The second work was an oil painting on cotton cloth, dating from the twentieth century, whose motif is a still life. It is supported with a taffeta ligament, is industrially prepared, and measures 98 × 48.5 cm.

Cotton fabric threads, 320 g/m² (fig. 59.4), were used, along with 10% starch paste and 20% sturgeon glue in water (1:1) as adhesive for the textile intarsia. Because a water-based adhesive was used, small dots were applied to the ends of each thread.
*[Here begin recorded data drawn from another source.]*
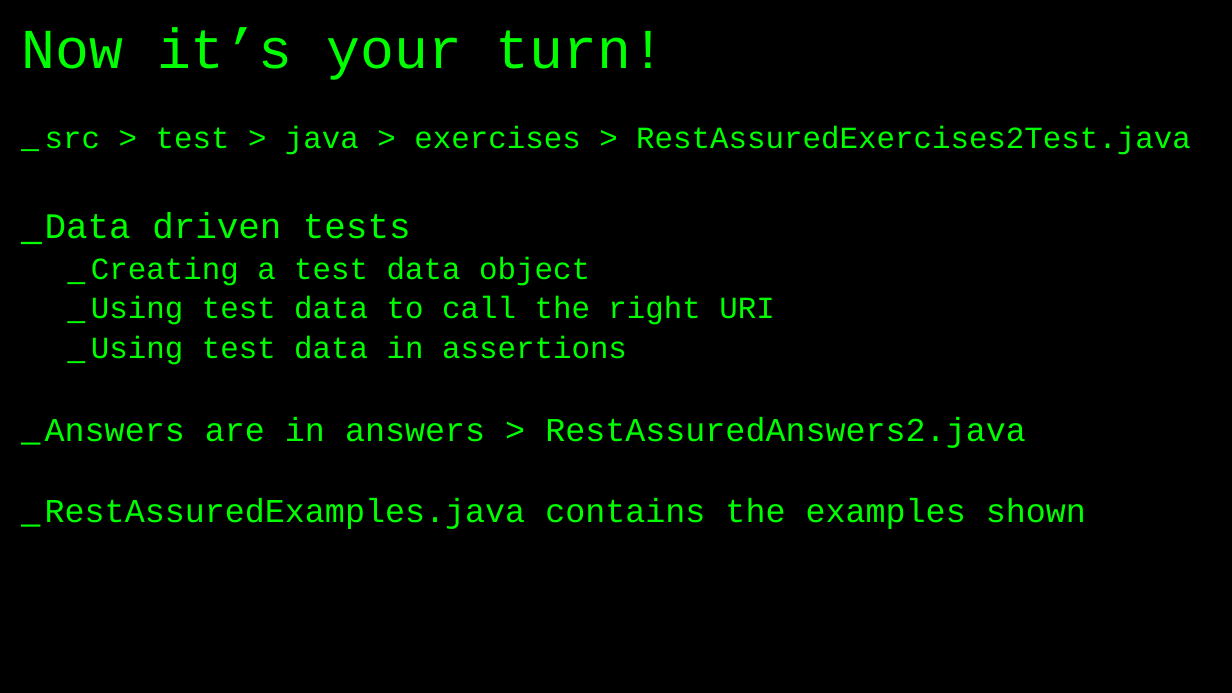
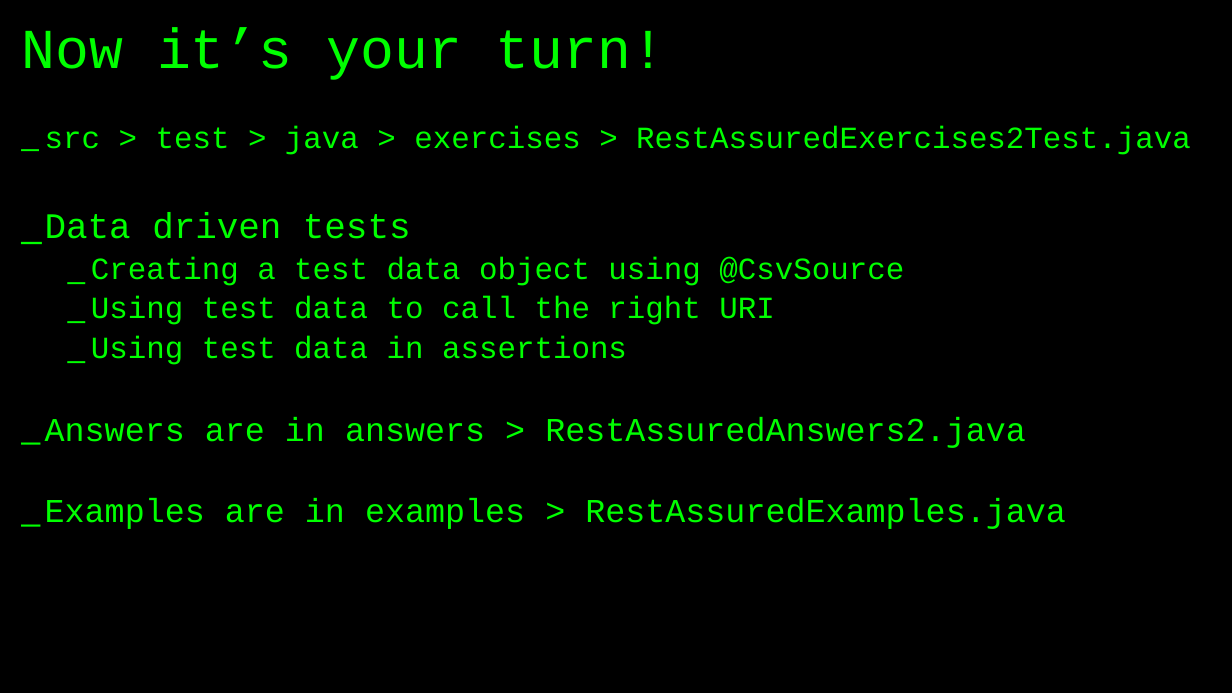
Before and after one commit to basdijkstra/rest-assured-workshop, a slide deck: slide 47 of RestAssuredWorkshop.pptx. Drawn at 1232x693 pixels with LibreOffice and Linux fonts; fonts in the diff are those of the drawing. Boxes give left, top, right and bottom in pixels: in the first picture for what was removed or moved away, otherwise in the second. Text is boxed around its words. In the diff, an @@ line names an element or a change of style, - is before the commit and + after.

```diff
--- a/RestAssuredWorkshop.pptx
+++ b/RestAssuredWorkshop.pptx
@@ text at (x1=91, y1=257, x2=904, y2=286): text changed @@
-  _ Creating a test data object
+  _ Creating a test data object using @CsvSource
@@ text at (x1=45, y1=498, x2=1066, y2=529): text changed @@
-_ RestAssuredExamples.java contains the examples shown
+_ Examples are in examples > RestAssuredExamples.java
```
Also in this commit, not shown: 13 other slides changed, 8 slides added, 1 slide removed, 2 other files.

The tension of the new threads was 1 N/cm, and after the operation was completed, the treated area had a tension of 3.5 N/cm.

Conclusions

Experimental tests demonstrate the validity of using neodymium magnets as an alternative to traditional procedures in the conservation of painted fabric supports. The magnetic IAFMS allows one to make treatments of sutures thread-by-thread or using textile intarsia, or thread-bridge reinforcement, minimizing the manipulation of the work and with it the risks. It is important to remember that the method of assembly of the magnetic system, the holding and tension force, and the size and weight of the magnets are factors that must be evaluated by the restorer. This method is simple, low-cost, effective, reversible, and respectful of the original work of art.